Exercise instructions | The answer must consist of every line from the data that holds the string "AuthorLabel".

Available data |
************

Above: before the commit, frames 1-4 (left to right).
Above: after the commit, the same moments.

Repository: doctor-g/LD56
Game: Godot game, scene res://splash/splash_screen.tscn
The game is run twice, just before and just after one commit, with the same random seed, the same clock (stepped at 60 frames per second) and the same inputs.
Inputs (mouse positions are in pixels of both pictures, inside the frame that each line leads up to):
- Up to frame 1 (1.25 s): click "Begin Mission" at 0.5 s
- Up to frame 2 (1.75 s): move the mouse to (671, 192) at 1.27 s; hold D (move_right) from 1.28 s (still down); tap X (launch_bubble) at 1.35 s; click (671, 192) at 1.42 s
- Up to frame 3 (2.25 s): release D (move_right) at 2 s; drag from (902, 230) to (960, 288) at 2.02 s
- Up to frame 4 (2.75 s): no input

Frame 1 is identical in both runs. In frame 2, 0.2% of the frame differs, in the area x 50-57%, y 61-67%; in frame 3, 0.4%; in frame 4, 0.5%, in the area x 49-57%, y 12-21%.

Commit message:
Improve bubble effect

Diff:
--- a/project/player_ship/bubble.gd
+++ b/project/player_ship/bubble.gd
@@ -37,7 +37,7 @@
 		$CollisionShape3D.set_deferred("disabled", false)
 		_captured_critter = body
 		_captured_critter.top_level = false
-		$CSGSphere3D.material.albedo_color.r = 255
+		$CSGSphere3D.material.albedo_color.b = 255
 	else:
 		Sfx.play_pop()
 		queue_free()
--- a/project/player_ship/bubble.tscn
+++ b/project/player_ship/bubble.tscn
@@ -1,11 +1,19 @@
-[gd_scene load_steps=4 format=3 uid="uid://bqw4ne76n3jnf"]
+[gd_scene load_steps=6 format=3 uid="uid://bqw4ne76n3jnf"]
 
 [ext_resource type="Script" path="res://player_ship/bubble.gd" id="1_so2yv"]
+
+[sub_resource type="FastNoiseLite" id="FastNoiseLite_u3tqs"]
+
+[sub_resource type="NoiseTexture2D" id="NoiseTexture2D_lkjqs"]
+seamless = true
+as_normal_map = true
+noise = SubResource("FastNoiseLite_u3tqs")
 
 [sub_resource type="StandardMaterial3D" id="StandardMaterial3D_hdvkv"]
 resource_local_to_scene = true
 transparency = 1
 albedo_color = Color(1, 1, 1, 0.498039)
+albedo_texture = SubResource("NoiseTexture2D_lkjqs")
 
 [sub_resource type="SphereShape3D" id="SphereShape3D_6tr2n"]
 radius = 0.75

************

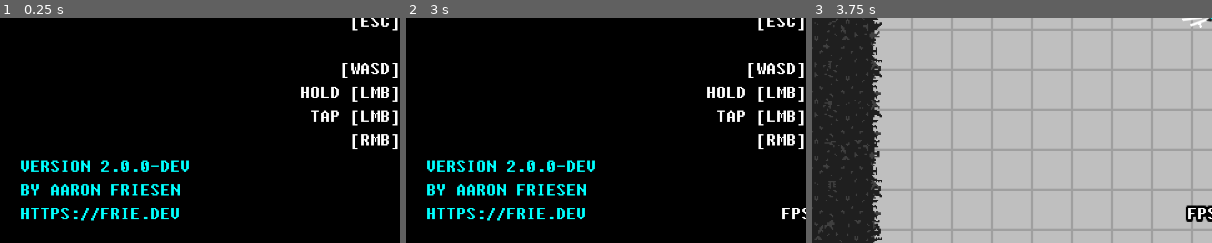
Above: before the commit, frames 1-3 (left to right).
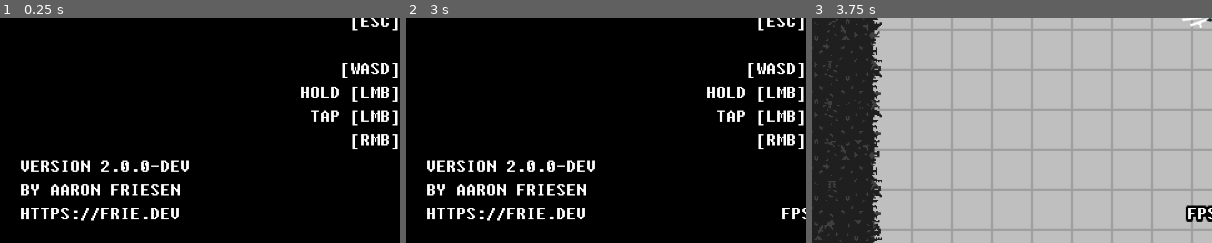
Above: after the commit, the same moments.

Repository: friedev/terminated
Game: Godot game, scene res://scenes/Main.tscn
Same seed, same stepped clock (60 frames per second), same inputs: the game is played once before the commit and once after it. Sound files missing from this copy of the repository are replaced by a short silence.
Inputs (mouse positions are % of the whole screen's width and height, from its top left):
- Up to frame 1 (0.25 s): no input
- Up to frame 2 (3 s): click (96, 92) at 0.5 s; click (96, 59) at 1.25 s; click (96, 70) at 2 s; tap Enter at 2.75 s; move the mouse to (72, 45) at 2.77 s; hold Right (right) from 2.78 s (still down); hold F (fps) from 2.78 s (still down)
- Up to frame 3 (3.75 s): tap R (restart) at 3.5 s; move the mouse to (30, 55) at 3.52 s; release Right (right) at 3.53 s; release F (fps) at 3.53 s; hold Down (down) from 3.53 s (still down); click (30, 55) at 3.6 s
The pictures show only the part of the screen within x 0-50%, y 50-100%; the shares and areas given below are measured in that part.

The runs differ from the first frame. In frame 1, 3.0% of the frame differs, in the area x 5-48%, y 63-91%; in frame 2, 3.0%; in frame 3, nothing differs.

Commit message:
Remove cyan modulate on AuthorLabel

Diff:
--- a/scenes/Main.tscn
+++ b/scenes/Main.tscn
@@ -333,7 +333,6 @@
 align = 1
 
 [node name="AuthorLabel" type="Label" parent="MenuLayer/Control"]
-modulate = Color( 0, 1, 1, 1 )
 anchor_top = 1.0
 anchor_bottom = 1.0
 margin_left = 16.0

************

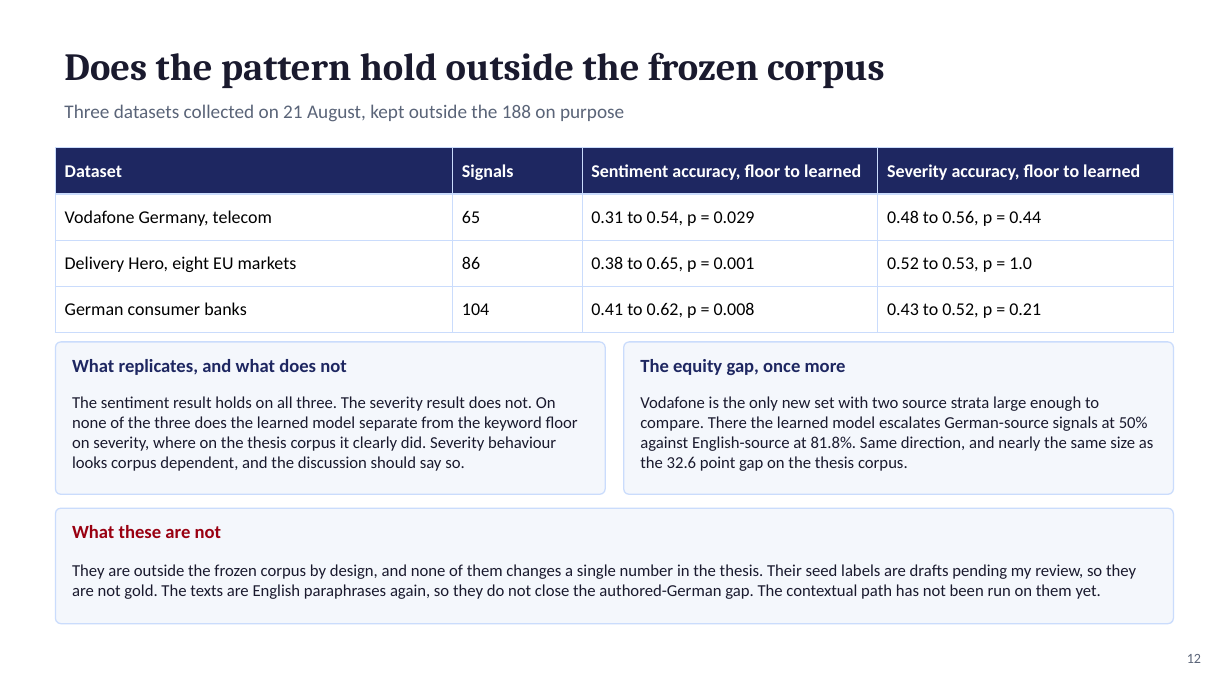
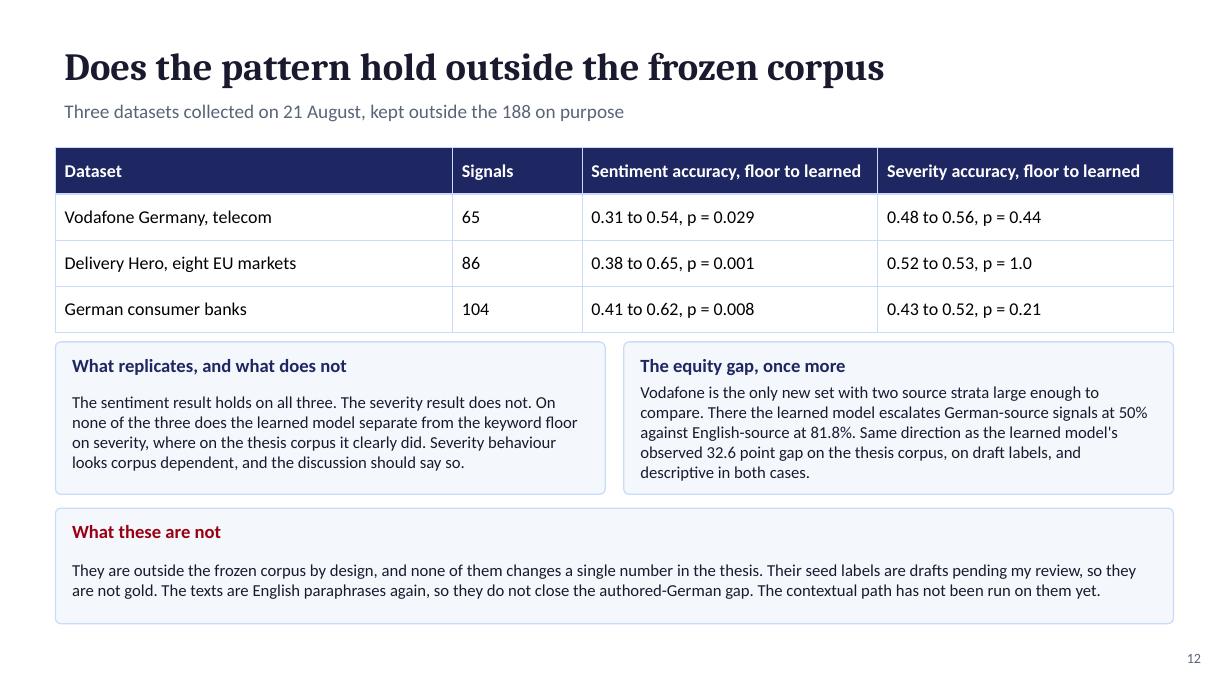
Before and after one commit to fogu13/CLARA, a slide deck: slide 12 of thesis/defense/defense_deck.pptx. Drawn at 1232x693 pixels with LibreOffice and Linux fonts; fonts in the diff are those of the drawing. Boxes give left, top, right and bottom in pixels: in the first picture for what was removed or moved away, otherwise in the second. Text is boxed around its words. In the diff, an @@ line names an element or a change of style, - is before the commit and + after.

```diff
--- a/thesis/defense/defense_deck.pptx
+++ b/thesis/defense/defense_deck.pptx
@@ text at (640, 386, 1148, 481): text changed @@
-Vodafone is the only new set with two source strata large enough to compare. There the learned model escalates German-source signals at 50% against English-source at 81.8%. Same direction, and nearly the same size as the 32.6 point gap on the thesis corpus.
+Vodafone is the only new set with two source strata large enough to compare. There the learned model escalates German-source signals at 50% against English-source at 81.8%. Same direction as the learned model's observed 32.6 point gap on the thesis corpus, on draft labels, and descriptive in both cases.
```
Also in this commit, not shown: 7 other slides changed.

************

Solved exercise |
Remove cyan modulate on AuthorLabel
 [node name="AuthorLabel" type="Label" parent="MenuLayer/Control"]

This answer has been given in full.